Questo spregiudicato sistema di conquista di terre lontane portò gli uomini della Compagnia delle Indie Orientali a pensare che fosse possibile infiltrarsi con la stessa tecnica anche in madrepatria. Destabilizzando il fragile potere democratico di Londra con l’uso massiccio della corruzione, dei conflitti di interesse, delle influenze operate in maniera assai torbida.

“Questo è il quarto libro che scrivo raccontando la storia della Compagnia delle Indie Orientali – spiega William Dalrymple, ospite di Pordenonelegge 2022 -. Il mio lavoro di ricerca è iniziato nel 1999, ‘Anarchia’ è stato pubblicato in Gran Bretagna nel 2019, in Italia nel 2022. Quindi posso dire di avere dedicato vent’anni della mia vita a consultare fonti e documenti, e poi a scrivere questa storia. Non ho seguito un ordine cronologico. Infatti, a essere pignolo, questo non sarebbe il quarto ma il primo dei volumi. In Inghilterra, infatti, hanno riunito tutti e quattro in un box, in modo che il lettore possa avere una visione più ordinata della mia opera”.

Da dove è partito?

“Dalla fondazione della Compagnia delle Indie Orientali in ‘Anarchia’. Il libro copre un periodo che va dal 1599 e il 1803. Tra l’altro, c’è una coincidenza interessante: il 1599 è l’anno in cui William Shakespeare scrisse ‘Amleto’ e ‘Giulio Cesare’. Poi arriva ‘Nella terra dei Moghul Bianchi’ che va dal 1798 al 1806, quindi si sovrappone per una parte al volume precedente. Il terzo capitolo è ‘Il ritorno di un re’ che documenta il tentativo fallito della Compagnia di sfondare in Afghanistan, nel periodo tra il 1839 e il 1842. Infine c’è ‘The last Moghul’, tradotto in italiano con il titolo ‘L’assedio di Delhi’, dove non parlo solo della fine della Compagnia, ma anche nel crollo dell’impero dei Moghul nel 1857. In quella guerra che gli inglesi chiamano ammutinamento indiano, ma che per gli indiani è la prima guerra d’indipendenza. Perché, in realtà, si tratta della più grande rivolta anticoloniale della Storia”.

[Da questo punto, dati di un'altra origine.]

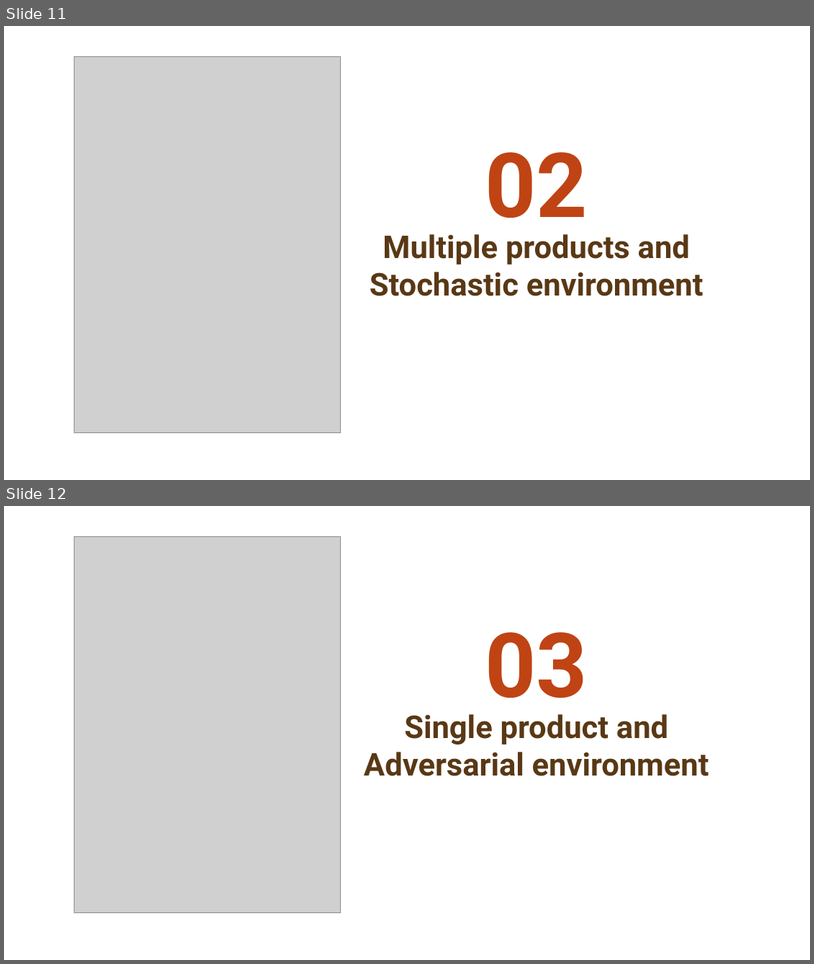
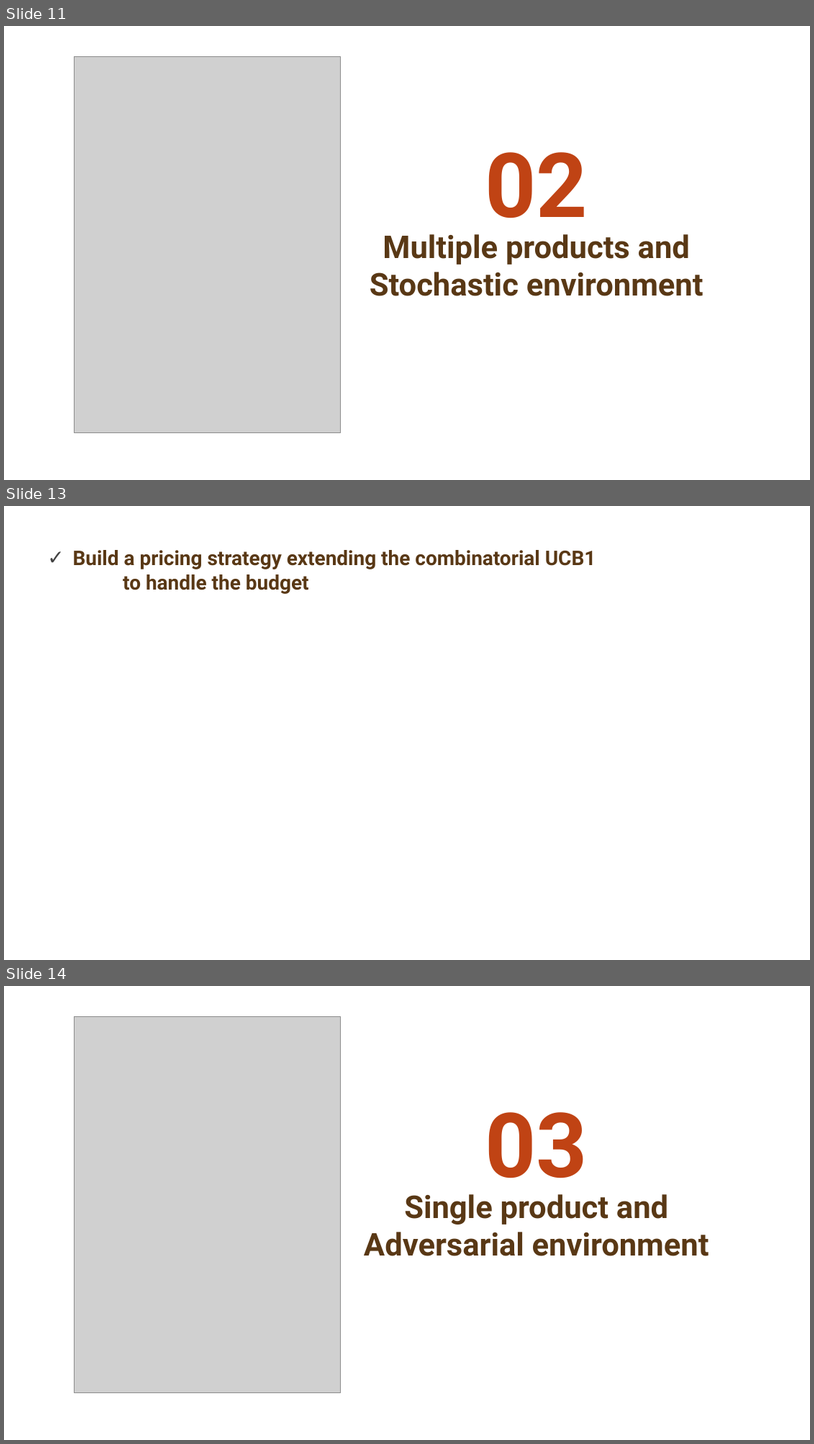
Before and after one commit to matteopasqual02/OLA-2025-project, a slide deck: presentation.pptx. Shown one above the other, each under a label of ours: slides 11 and 12 before the commit, slides 11, 13 and 14 after it; the slides between them are not shown. The pictures are 814x964 and 814x1444 pixels, drawn with LibreOffice and Linux fonts; fonts in the diff are those of the drawing; grey boxes stand for pictures; background and template pictures are left out. Boxes give left, top, right and bottom in pixels: in the first picture for what was removed or moved away, otherwise in the second. Text is boxed around its words. In the diff, an @@ line names an element or a change of style, - is before the commit and + after.

Commit message:
ppt

```diff
--- a/presentation.pptx
+++ b/presentation.pptx
@@ slide 13 added at bbox=[4, 506, 810, 960], background picture (left out) @@
@@ text added at bbox=[73, 550, 597, 594], 18 pt, text #593815, bold @@
+✓ Build a pricing strategy extending the combinatorial UCB1 to handle the budget
@@ what was slide 12 is now slide 14 @@
```
Also in this commit, not shown: 1 other slide added, 1 other file.

Come mai questa storia viene a galla dopo tantissimo tempo?

“Vent’anni fa questa era una vicenda del tutto trascurata, o forse è meglio dire assolutamente marginale. Adesso, invece, viene considerata come un passaggio della Storia molto importante. Io credo che la nostra prospettiva su quel tempo lontano sia cambiata per diversi motivi. Intanto, c’è stata una grande rivisitazione, un revival del periodo coloniale. Forse solo adesso siamo in grado di capire quali terribili atrocità la Compagnia delle Indie Orientali mise in atto. La presa di coscienza del nostro tempo ha ritrovato la sua espressione più chiara nelle reazioni che ci sono state in India e in Africa alla morte della regina Elisabetta II. Distantissime da quelle dell’Occidente, molto più critiche e niente affatto disposte ad accettare l’immagine della regina buona. Reazioni che stanno lì a dimostrare quanto complicata sia l’eredità del colonialismo britannico per il nostro tempo”.

Possiamo dire che la Compagnia è stata l’antenata terribile di Facebook, Amazon, Google?

“La Compagnia delle Indie Orientali è stata, di fatto, la prima multinazionale della Storia. E adesso il tema è all’ordine del giorno, perché lo Stato nazione sembra sempre meno importante nei confronti di alcune grandi corporation. Vent’anni Google, Facebook, non erano così forti e spregiudicate. Microsoft ancora meno, Amazon era appena agli inizi. Adesso, invece, ci rendiamo conto che queste aziende stanno diventando più forti degli Stati stesso. Tra un po’ potrebbero tirare dritto per la propria strada, curando il loro vertiginoso giro di affari al di sopra e al di là delle leggi e dei regolamenti varati dai diversi governi”.